Population modeling studies more often use a normal distribution to generate cohorts of computational models.24, 25, 26, 33 However, our primary objective was to identify the sensitivity of the joint force to relevant input parameters rather than to estimate the probability of statistical distribution of glenohumeral joint force. Using a normal distribution would tend to bias the inputs toward the mean value and compromise the regression analysis. We did find that the predicted glenohumeral joint force appeared somewhat normally distributed, presumably because of the combinations of input variables with opposite effects.

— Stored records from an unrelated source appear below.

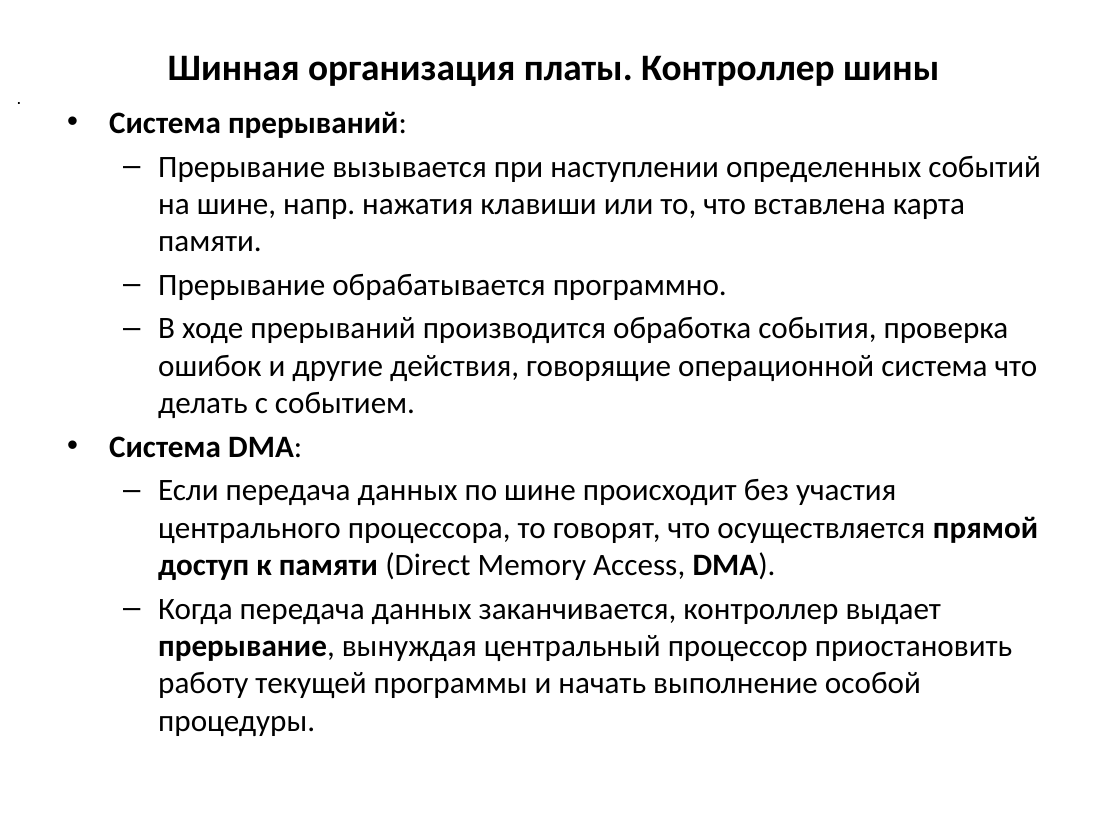
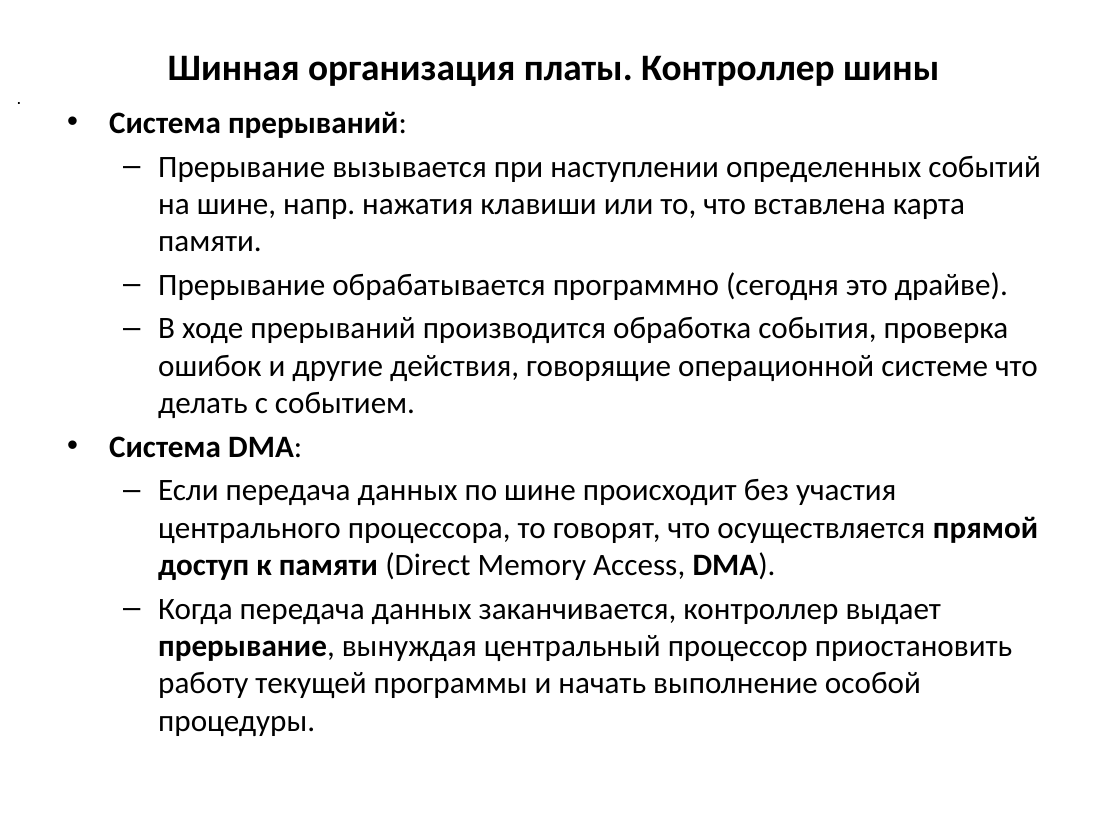
Before and after one commit to MVRonkin/arch_comp_sys, a slide deck: slide 16 of 2023 весна/лекции/Лекция 7_1 нов.pptx (slide 11 before the commit). Drawn at 1120x840 pixels with LibreOffice and Linux fonts; fonts in the diff are those of the drawing. Boxes give left, top, right and bottom in pixels: in the first picture for what was removed or moved away, otherwise in the second. Text is boxed around its words. In the diff, an @@ line names an element or a change of style, - is before the commit and + after.

```diff
--- a/2023 весна/лекции/Лекция 7_1 нов.pptx
+++ b/2023 весна/лекции/Лекция 7_1 нов.pptx
@@ text at [158,272,1038,418]: text changed @@
-  – Прерывание обрабатывается программно.
-  – В ходе прерываний производится обработка события, проверка ошибок и другие действия, говорящие операционной система что делать с событием.
+  – Прерывание обрабатывается программно (сегодня это драйве).
+  – В ходе прерываний производится обработка события, проверка ошибок и другие действия, говорящие операционной системе что делать с событием.
```
Also in this commit, not shown: 5 other slides changed, 2 slides added, 12 other files.

Improvements in computer CPU speeds, implementation of parallel computing, and software enhancements have greatly reduced the computational time needed for complex computer simulations. Computational modeling has therefore evolved from analyses of single models to subject-specific models and population analysis.1, 6, 12, 19, 30, 33 Subject-specific computer models can have clinical potential, for example, in predicting performance and outcomes in individual patients.9, 22, 30 Population models are valuable for generating large cohorts of virtual patients, simulating clinical studies, and permitting statistical analysis.1, 19 Population modeling was efficient in AnyBody; solving 1000 models took approximately 10 hours on a desktop computer. The Python scripting feature facilitated the automation of the generation, modification, and deployment of models and also enabled monitoring and analysis of the results, making it feasible to simulate large populations for statistical analysis. Although we used a desktop computer for simulation and analysis, high-performance computing clusters could easily be leveraged to replicate even larger virtual populations if needed.

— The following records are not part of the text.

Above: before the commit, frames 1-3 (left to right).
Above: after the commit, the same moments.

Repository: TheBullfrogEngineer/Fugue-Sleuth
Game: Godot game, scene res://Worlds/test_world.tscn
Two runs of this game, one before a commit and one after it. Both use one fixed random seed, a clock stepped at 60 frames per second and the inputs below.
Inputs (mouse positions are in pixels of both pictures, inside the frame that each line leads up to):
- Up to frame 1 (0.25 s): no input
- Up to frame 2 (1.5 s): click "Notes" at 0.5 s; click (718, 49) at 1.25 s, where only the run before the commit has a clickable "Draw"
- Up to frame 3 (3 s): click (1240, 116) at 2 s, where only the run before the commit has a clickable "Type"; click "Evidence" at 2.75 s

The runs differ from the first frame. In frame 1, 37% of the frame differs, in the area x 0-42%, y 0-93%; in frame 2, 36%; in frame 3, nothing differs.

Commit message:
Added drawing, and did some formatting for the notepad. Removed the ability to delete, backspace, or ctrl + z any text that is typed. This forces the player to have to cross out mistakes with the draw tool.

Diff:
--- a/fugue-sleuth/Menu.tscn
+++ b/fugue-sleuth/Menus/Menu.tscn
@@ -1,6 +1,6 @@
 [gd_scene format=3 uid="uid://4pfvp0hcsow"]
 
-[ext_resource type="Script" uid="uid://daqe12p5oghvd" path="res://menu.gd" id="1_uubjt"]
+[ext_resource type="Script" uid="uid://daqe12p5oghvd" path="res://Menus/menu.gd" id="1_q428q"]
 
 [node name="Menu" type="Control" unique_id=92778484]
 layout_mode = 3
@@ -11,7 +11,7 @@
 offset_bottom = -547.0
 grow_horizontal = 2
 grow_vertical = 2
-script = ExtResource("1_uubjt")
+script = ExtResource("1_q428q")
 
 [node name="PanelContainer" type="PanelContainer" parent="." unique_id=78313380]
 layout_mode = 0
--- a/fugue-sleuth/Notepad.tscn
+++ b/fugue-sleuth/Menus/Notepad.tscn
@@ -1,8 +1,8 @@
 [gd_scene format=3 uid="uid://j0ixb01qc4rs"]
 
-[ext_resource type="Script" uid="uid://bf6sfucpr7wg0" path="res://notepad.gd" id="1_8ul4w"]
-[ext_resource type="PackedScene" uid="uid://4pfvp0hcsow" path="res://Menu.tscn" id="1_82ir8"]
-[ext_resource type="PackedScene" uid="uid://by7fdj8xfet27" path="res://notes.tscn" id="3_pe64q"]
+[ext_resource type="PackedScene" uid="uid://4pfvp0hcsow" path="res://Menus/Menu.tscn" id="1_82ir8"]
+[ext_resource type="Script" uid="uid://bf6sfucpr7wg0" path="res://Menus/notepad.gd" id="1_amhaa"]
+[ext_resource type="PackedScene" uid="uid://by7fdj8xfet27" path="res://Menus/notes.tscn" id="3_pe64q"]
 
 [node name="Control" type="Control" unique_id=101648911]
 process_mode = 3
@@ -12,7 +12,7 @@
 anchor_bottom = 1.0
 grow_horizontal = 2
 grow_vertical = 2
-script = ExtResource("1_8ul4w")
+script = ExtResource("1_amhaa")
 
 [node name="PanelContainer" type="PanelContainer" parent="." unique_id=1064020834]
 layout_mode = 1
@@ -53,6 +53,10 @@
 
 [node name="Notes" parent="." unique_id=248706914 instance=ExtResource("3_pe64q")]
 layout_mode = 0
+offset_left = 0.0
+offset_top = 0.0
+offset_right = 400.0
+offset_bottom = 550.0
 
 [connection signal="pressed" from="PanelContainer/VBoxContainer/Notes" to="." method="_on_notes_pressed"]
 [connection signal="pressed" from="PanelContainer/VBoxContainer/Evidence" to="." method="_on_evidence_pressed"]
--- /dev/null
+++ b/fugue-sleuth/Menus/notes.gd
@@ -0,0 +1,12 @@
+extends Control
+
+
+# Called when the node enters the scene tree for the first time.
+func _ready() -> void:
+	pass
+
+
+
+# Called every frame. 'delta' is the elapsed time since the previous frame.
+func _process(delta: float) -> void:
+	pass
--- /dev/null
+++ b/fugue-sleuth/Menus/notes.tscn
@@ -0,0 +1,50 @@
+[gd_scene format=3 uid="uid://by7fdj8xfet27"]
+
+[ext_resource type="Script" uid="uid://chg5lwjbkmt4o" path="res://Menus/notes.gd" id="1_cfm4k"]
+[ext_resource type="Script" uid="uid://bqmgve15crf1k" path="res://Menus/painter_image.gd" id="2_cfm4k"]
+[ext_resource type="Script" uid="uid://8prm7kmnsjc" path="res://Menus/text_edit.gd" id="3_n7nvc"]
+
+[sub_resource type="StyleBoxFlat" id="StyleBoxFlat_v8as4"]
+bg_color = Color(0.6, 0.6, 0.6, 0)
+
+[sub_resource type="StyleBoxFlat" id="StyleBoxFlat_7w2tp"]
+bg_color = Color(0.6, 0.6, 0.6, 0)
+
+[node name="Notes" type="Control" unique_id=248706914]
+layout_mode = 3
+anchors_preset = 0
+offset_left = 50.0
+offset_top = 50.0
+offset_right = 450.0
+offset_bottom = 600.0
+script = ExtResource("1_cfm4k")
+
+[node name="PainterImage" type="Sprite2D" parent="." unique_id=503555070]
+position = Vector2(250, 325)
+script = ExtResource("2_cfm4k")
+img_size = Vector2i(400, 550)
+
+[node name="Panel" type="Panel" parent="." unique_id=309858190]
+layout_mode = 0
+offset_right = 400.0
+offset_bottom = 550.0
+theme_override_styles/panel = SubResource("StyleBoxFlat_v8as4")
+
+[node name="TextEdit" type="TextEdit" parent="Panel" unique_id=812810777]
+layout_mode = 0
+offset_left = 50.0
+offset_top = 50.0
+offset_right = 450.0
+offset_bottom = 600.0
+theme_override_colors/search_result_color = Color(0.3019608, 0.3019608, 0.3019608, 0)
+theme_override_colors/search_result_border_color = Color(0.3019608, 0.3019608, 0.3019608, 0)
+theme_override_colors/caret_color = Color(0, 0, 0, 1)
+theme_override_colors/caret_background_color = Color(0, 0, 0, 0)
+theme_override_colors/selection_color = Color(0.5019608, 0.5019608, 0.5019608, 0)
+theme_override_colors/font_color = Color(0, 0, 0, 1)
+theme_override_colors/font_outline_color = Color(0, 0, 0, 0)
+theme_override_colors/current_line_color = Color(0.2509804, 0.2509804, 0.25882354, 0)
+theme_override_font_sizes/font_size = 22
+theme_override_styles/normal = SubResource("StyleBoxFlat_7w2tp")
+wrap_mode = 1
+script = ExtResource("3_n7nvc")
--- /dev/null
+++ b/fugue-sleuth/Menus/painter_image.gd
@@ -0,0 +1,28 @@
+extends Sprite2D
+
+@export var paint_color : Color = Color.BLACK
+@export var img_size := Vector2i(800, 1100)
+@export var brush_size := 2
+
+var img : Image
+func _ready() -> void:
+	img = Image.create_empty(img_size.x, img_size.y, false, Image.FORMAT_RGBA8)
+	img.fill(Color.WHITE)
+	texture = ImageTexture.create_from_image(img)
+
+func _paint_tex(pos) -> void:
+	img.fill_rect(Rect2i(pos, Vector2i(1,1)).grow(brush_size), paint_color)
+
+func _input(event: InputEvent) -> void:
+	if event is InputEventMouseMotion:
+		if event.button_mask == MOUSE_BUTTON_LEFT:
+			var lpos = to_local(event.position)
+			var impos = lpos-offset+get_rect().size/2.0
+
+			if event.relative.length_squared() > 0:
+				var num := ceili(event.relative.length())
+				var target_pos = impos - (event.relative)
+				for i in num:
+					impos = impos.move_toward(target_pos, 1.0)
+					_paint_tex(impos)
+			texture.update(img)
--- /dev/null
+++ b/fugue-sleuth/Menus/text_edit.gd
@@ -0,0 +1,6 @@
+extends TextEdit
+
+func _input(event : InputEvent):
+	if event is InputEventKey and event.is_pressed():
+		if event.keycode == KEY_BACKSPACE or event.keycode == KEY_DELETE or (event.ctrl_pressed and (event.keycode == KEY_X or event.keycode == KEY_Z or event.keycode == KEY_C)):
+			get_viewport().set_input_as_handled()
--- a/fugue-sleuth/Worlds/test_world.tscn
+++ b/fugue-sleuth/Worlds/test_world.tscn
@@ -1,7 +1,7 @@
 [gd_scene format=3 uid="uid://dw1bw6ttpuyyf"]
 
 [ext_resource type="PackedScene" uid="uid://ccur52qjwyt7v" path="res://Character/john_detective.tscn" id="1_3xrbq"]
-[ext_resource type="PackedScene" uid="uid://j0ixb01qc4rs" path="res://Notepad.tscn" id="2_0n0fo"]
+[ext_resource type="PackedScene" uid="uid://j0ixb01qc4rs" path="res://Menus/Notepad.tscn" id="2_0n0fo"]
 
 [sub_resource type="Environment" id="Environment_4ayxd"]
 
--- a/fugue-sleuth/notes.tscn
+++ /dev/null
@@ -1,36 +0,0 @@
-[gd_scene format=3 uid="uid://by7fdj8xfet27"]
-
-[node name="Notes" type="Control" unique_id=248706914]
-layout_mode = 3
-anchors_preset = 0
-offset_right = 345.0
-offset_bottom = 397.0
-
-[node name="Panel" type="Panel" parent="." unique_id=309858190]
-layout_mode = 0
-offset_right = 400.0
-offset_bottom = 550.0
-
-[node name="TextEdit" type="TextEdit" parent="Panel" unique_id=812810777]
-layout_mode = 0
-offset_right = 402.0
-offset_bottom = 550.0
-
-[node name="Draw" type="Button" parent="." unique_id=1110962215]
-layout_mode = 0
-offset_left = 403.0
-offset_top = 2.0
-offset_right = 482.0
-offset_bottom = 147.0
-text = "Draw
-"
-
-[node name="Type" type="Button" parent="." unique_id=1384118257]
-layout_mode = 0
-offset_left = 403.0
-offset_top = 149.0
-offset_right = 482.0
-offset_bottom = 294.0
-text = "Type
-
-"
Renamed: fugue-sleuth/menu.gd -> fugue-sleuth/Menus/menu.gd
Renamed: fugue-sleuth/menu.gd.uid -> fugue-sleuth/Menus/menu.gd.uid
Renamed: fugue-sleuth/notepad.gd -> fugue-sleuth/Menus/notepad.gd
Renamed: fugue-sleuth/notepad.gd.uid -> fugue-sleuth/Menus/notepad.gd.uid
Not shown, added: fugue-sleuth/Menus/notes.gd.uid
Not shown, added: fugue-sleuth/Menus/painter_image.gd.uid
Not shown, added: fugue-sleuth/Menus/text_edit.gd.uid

One weakness of this study was the use of a relatively simple muscle model that did not include muscle force-length activation and contraction velocity. However, our objective was not to accurately simulate muscle activations but to determine sensitivity of glenohumeral joint force to model assumptions. The simpler muscle model works reasonably well for activities with low to moderate contraction velocities. Others have estimated the sensitivity of model output to muscle model parameters.²⁴ We also did not simulate glenohumeral contact; the glenohumeral joint was modeled as a spherical joint. Our interest was mainly on the magnitude of the joint force. The location of glenohumeral contact and the direction of the resultant force vector can be important in the biomechanical analysis of shoulder arthroplasty. Simulating contact is feasible in the AnyBody modeling by using the force-dependent kinematics feature.³⁷ However, implementing that feature significantly increased solution times. Direct validation of predicted muscle forces was not possible, so we compared the predicted glenohumeral joint forces with in vivo measured data with reasonable approximation. Finally, we did not simulate the effects of muscle weakness that can be due to age and disease.

Conclusions

We conducted a population analysis of the sensitivity of joint forces to relevant assumptions in a musculoskeletal model of the shoulder. We found that scapulothoracic motion had a significant influence on glenohumeral joint force. This finding underscores the importance of greater emphasis on more accurately measuring and simulating scapulothoracic motion rather than using regressions to represent average scapulothoracic motion. The advantage of this modeling approach using a virtual population is the feasibility of conducting rapid simulations and generating statistical data.

Disclaimer

The Shaffer Family Foundation provided research funding in support of this study.

The authors, their immediate families, and any research foundations with which they are affiliated have not received any financial payments or other benefits from any commercial entity related to the subject of this article.